Baca artikel IDN Times lainnya di IDN App
Install

Pramono: DKI Siap Lakukan Operasi Modifikasi Cuaca Atasi Kekeringan

Pramono: DKI Siap Lakukan Operasi Modifikasi Cuaca Atasi Kekeringan
Gubernur DKI Jakarta, Pramono Anung saat meluncurkan pembayaran tiket nirsentuh MRT Bundaran HI, Jakarta Pusat, Rabu (29/7/2026). (IDN Times/Dini Suciatiningrum)
Intinya Sih
  • Pemprov DKI Jakarta siap menggelar Operasi Modifikasi Cuaca bila diperlukan untuk memicu hujan, setelah Jakarta hampir tiga pekan tanpa hujan dan beberapa wilayah mengalami kekeringan.
  • Gubernur Pramono Anung menyebut BPBD DKI telah menyiapkan pelaksanaan OMC; kekeringan di wilayah sekitar Jakarta juga dinilai berpotensi memengaruhi Ibu Kota.
  • BMKG melaporkan Hari Tanpa Hujan makin panjang saat puncak kemarau, dengan El Niño aktif memperkuat kondisi kering dan risiko kekeringan serta kebakaran.
This section summary was AI-assisted and reviewed by our editorial team.
Share Article

Jakarta, IDN Times – Pemerintah Provinsi DKI Jakarta siap melakukan Operasi Modifikasi Cuaca (OMC) jika diperlukan untuk mengatasi dampak kekeringan yang mulai dirasakan masyarakat. Apalagi, Jakarta hampir tiga pekan tanpa hujan.
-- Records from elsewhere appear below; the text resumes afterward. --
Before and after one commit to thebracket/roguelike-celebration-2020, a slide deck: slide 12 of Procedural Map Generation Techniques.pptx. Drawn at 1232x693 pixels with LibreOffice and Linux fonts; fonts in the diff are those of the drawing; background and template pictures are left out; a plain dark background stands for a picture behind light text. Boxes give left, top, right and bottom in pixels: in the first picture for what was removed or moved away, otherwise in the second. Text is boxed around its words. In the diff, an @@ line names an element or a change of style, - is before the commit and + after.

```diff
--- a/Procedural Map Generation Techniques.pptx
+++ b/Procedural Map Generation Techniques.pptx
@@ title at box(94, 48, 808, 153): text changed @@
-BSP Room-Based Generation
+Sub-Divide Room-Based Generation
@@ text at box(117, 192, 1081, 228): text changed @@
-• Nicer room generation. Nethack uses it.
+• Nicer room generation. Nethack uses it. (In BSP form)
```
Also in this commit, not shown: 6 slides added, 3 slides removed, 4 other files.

Gubernur DKI Jakarta Pramono Anung mengatakan, Badan Penanggulangan Bencana Daerah (BPBD) DKI Jakarta telah melakukan berbagai persiapan sehingga OMC dapat segera dijalankan ketika kondisi mengharuskan.

"Siap kapan saja dilakukan. Yang jelas Pemerintah DKI Jakarta melalui Badan Penanggulangan Bencana Daerah juga sudah melakukan persiapan kalau memang diperlukan," kata Pramono di Balai Kota Jakarta, Rabu (29/7/2026).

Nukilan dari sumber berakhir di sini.